Another plausible cause of the biphasic profile seen in our patient may be ingestion of a mixture of GHB, GBL and/or BD. It is known that both prodrugs of GHB have the same toxic effects as GHB but GBL has more rapid absorption, greater lipid solubility, higher serum concentration, and more prolonged hypnotic effects than GHB 26, 27, 28. The concentration of GBL and GHB in urine is, however, inconclusive with regard to GBL ingestion due to the dynamic equilibrium that exists between GHB and GBL in vitro 29.

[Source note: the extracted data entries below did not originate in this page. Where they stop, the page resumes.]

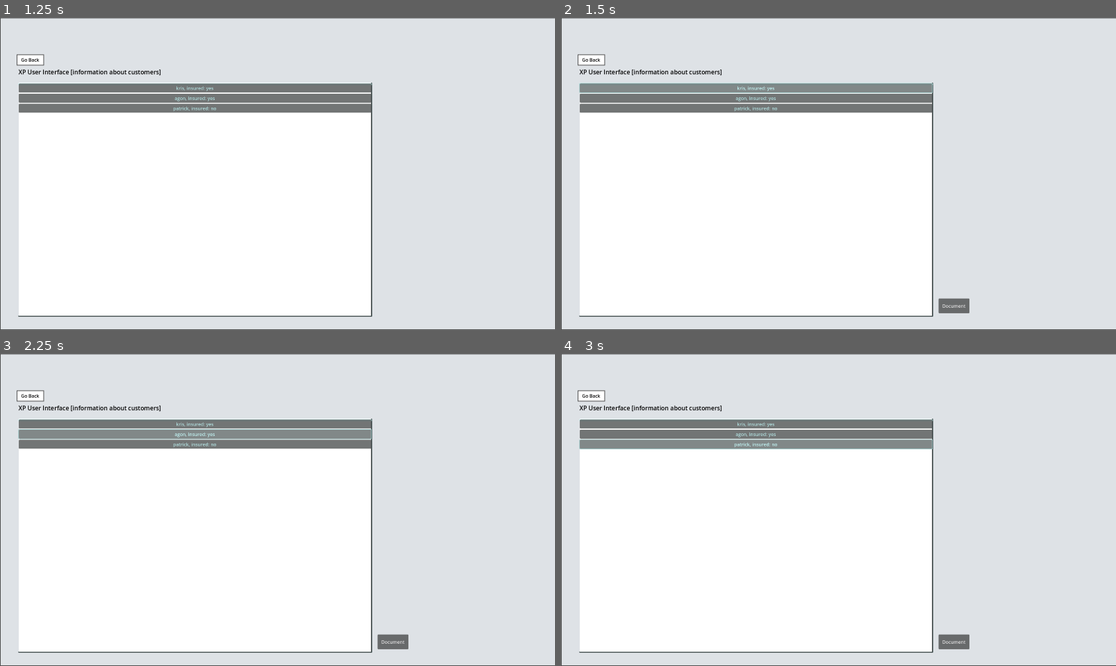
Above: before the commit, frames 1-4 (two rows, left to right).
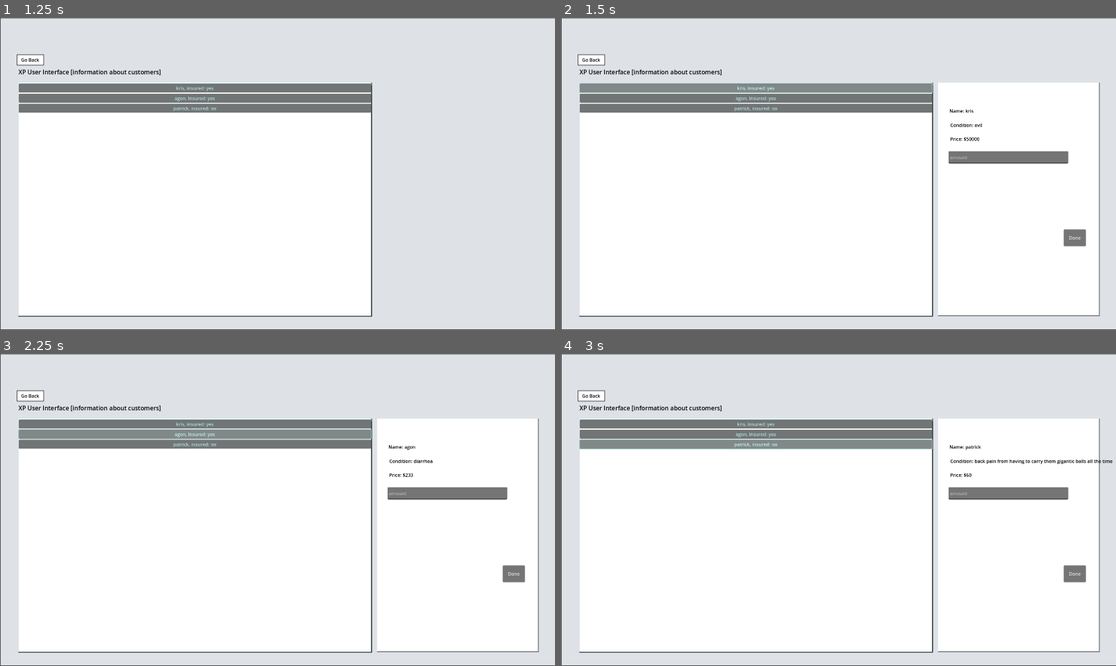
Above: after the commit, the same moments.

Repository: AgonGuri/vacation_please
Game: Godot game, scene res://scenes/pc_ui.tscn
Two runs of this game, one before a commit and one after it. Both use one fixed random seed, a clock stepped at 60 frames per second and the inputs below.
Inputs:
- Up to frame 1 (1.25 s): click "Names" at 0.5 s
- Up to frame 2 (1.5 s): click "kris, insured: yes" at 1.25 s
- Up to frame 3 (2.25 s): click "agon, insured: yes" at 2 s
- Up to frame 4 (3 s): click "patrick, insured: no" at 2.75 s

Frame 1 is identical in both runs. In frame 2, 22% of the frame differs, in the area x 67-98%, y 20-96%; in frame 3, 22%; in frame 4, 22%.

Commit message:
Small changes

Diff:
--- a/scripts/pc_ui.gd
+++ b/scripts/pc_ui.gd
@@ -54,7 +54,6 @@
 		var button = Button.new()
 		var insured_text = "yes" if customer.insured else "no"
 		button.text = "%s, insured: %s" % [customer.name, insured_text]
-		#//meContainer.scroll_vertical = 0
 		button.pressed.connect(Callable(self, "customer_button_click").bind(customer))
 		animals.add_child(button)
 
@@ -72,9 +71,11 @@
 		##//meContainer.scroll_vertical = 0
 
 func customer_button_click(customer: CustomerResource):
-		document.visible = true
-
-		document.pressed.connect(Callable(self, "show_document").bind(customer))
+	namesButton.visible = false
+	conditionsButton.visible = false
+	document.visible = false
+	buttonBack.visible = true
+	show_document(customer)
 
 func show_document(customer: CustomerResource):
 	document.visible = false

Hence, it remains speculative whether a mixture of GBH, GBL and/or BD could produce the symptom profile observed in our patient or if it may have been caused by food ingestion or by the presence of other drugs that were not detected. On the basis of our patient's clinical presentation and resolution of symptoms and a confirmatory high urine level of GHB, we conclude that GHB was the most likely cause of our patient's symptoms.

Conclusion

GHB intoxication must be considered in children with coma and a suspicion of drug intoxication. Furthermore, mixed intoxication with several substances and the possibility of unpredictable symptom profiles should be anticipated to ensure optimal symptomatic treatment of patients. The use of GHB and cocaine in the world of bodybuilding and our account of a new child victim demonstrates a new area of concern.

Consent

Written informed consent was obtained from the parents of the patient for publication of this case report. A copy of the written consent is available for review by the Editor of this journal.

Conflict of Interests

The authors declare that they have no competing interests. There are no relevant financial relationships that should be disclosed. There are no conflicts of interest.